Task brief: Below are records that contain pictures; transcribe the text exactly and omit the pictures.

Material for this exercise:
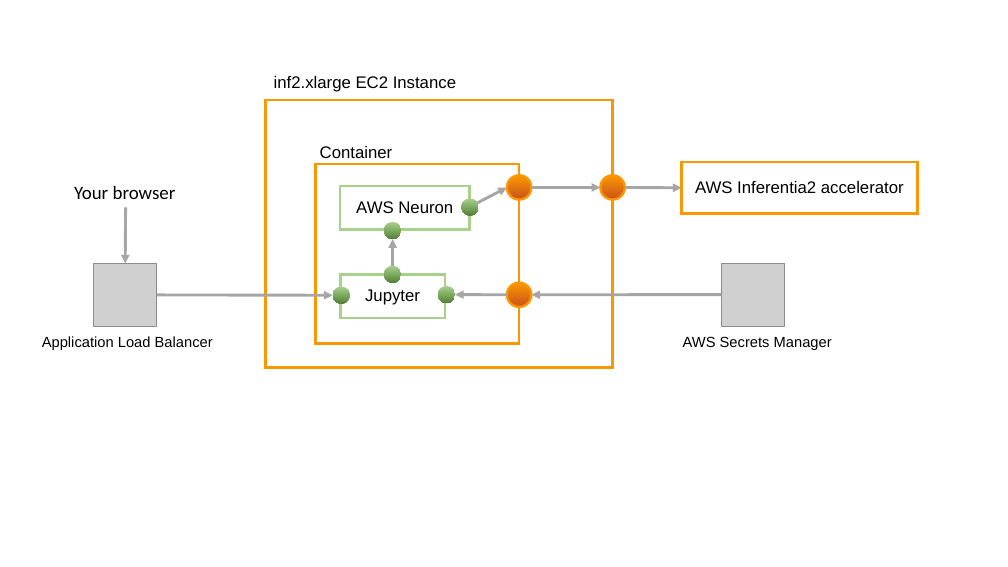
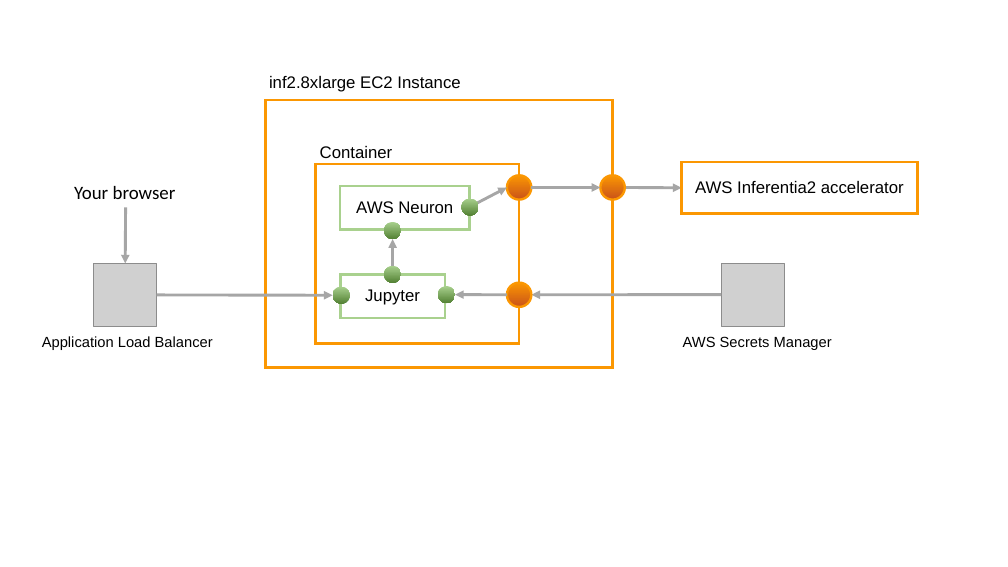
Before and after one commit to nathanpeck/ecs-patterns-vitepress, a slide deck: slide 1 of pattern/jupyter-notebook-inferencing-container-cloudformation/diagram.pptx. Drawn at 1008x567 pixels with LibreOffice and Linux fonts; fonts in the diff are those of the drawing; grey boxes stand for pictures. Boxes give left, top, right and bottom in pixels: in the first picture for what was removed or moved away, otherwise in the second. Text is boxed around its words. In the diff, an @@ line names an element or a change of style, - is before the commit and + after.

```diff
--- a/pattern/jupyter-notebook-inferencing-container-cloudformation/diagram.pptx
+++ b/pattern/jupyter-notebook-inferencing-container-cloudformation/diagram.pptx
@@ text at <box>269,76,460,92</box>: text changed @@
-inf2.xlarge EC2 Instance
+inf2.8xlarge EC2 Instance
```
Also in this commit, not shown: 3 other files.
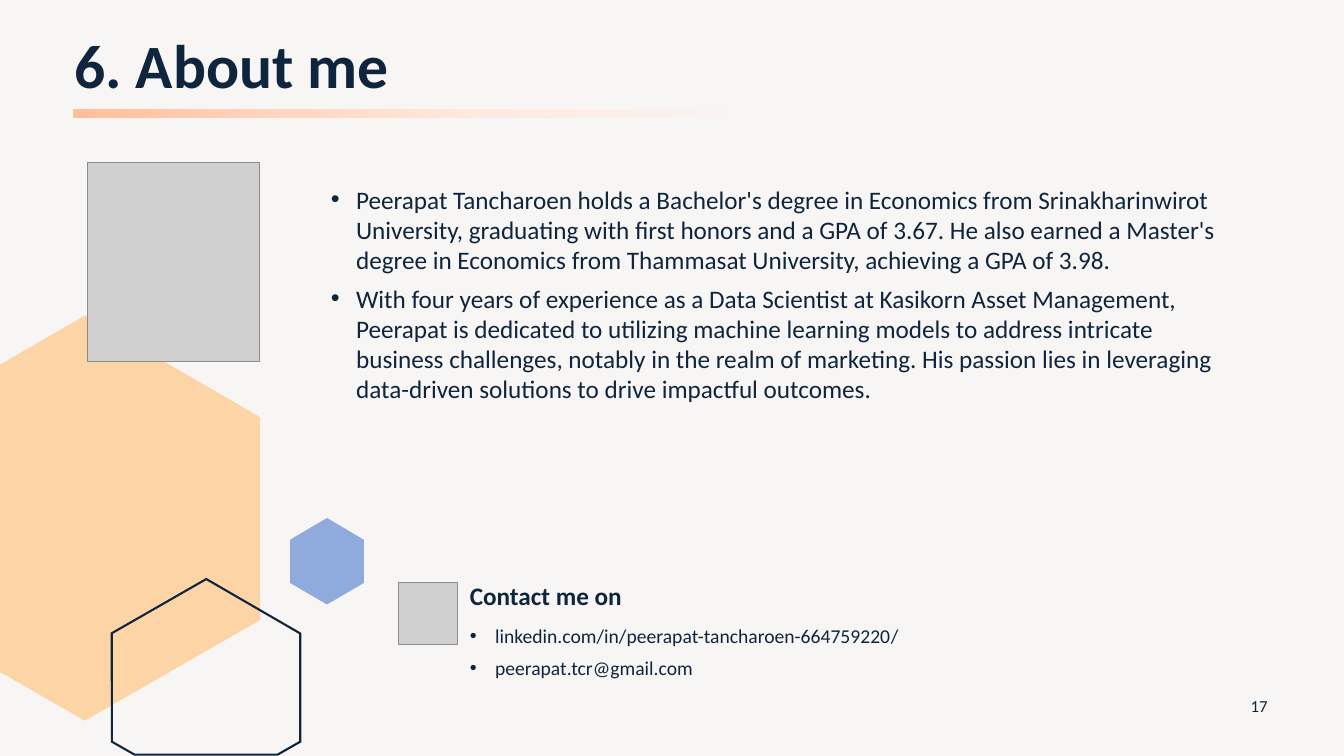
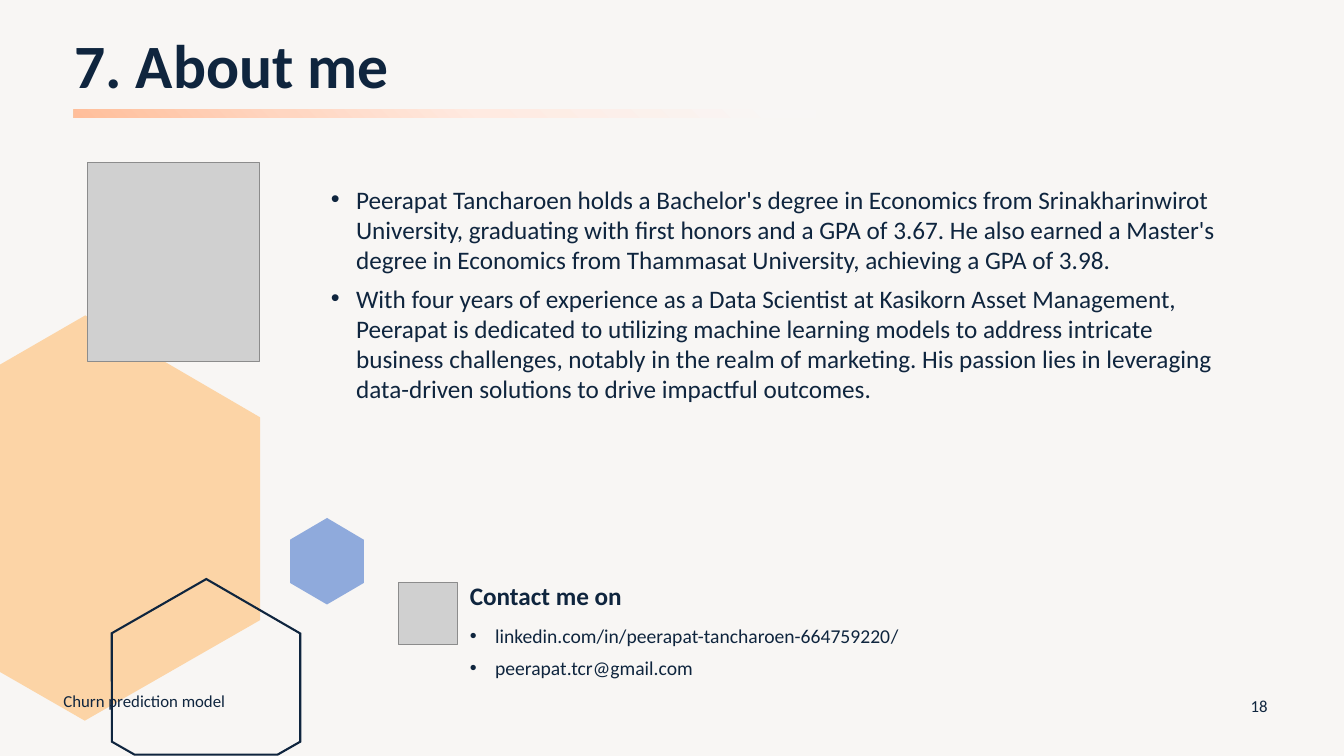
Before and after one commit to peerapat-t/telco_churn_prediction_model, a slide deck: slide 18 of Telco churn prediction model presentation.pptx (slide 17 before the commit). Drawn at 1344x756 pixels with LibreOffice and Linux fonts; fonts in the diff are those of the drawing; grey boxes stand for pictures. Boxes give left, top, right and bottom in pixels: in the first picture for what was removed or moved away, otherwise in the second. Text is boxed around its words. In the diff, an @@ line names an element or a change of style, - is before the commit and + after.

```diff
--- a/Telco churn prediction model presentation.pptx
+++ b/Telco churn prediction model presentation.pptx
@@ title at (74,44,388,89): text changed @@
-6. About me
+7. About me
@@ text added at (63,693,225,711), 12 pt, text #0F253E @@
+Churn prediction model
@@ page number at (1251,700,1268,712): text changed @@
-17
+18
```
Also in this commit, not shown: 1 slide added, 1 other file.

Exercise result:
Before and after one commit to nathanpeck/ecs-patterns-vitepress, a slide deck: slide 1 of pattern/jupyter-notebook-inferencing-container-cloudformation/diagram.pptx. Drawn at 1008x567 pixels with LibreOffice and Linux fonts; fonts in the diff are those of the drawing; grey boxes stand for pictures. Boxes give left, top, right and bottom in pixels: in the first picture for what was removed or moved away, otherwise in the second. Text is boxed around its words. In the diff, an @@ line names an element or a change of style, - is before the commit and + after.

```diff
--- a/pattern/jupyter-notebook-inferencing-container-cloudformation/diagram.pptx
+++ b/pattern/jupyter-notebook-inferencing-container-cloudformation/diagram.pptx
@@ text at <box>269,76,460,92</box>: text changed @@
-inf2.xlarge EC2 Instance
+inf2.8xlarge EC2 Instance
```
Also in this commit, not shown: 3 other files.
Before and after one commit to peerapat-t/telco_churn_prediction_model, a slide deck: slide 18 of Telco churn prediction model presentation.pptx (slide 17 before the commit). Drawn at 1344x756 pixels with LibreOffice and Linux fonts; fonts in the diff are those of the drawing; grey boxes stand for pictures. Boxes give left, top, right and bottom in pixels: in the first picture for what was removed or moved away, otherwise in the second. Text is boxed around its words. In the diff, an @@ line names an element or a change of style, - is before the commit and + after.

```diff
--- a/Telco churn prediction model presentation.pptx
+++ b/Telco churn prediction model presentation.pptx
@@ title at (74,44,388,89): text changed @@
-6. About me
+7. About me
@@ text added at (63,693,225,711), 12 pt, text #0F253E @@
+Churn prediction model
@@ page number at (1251,700,1268,712): text changed @@
-17
+18
```
Also in this commit, not shown: 1 slide added, 1 other file.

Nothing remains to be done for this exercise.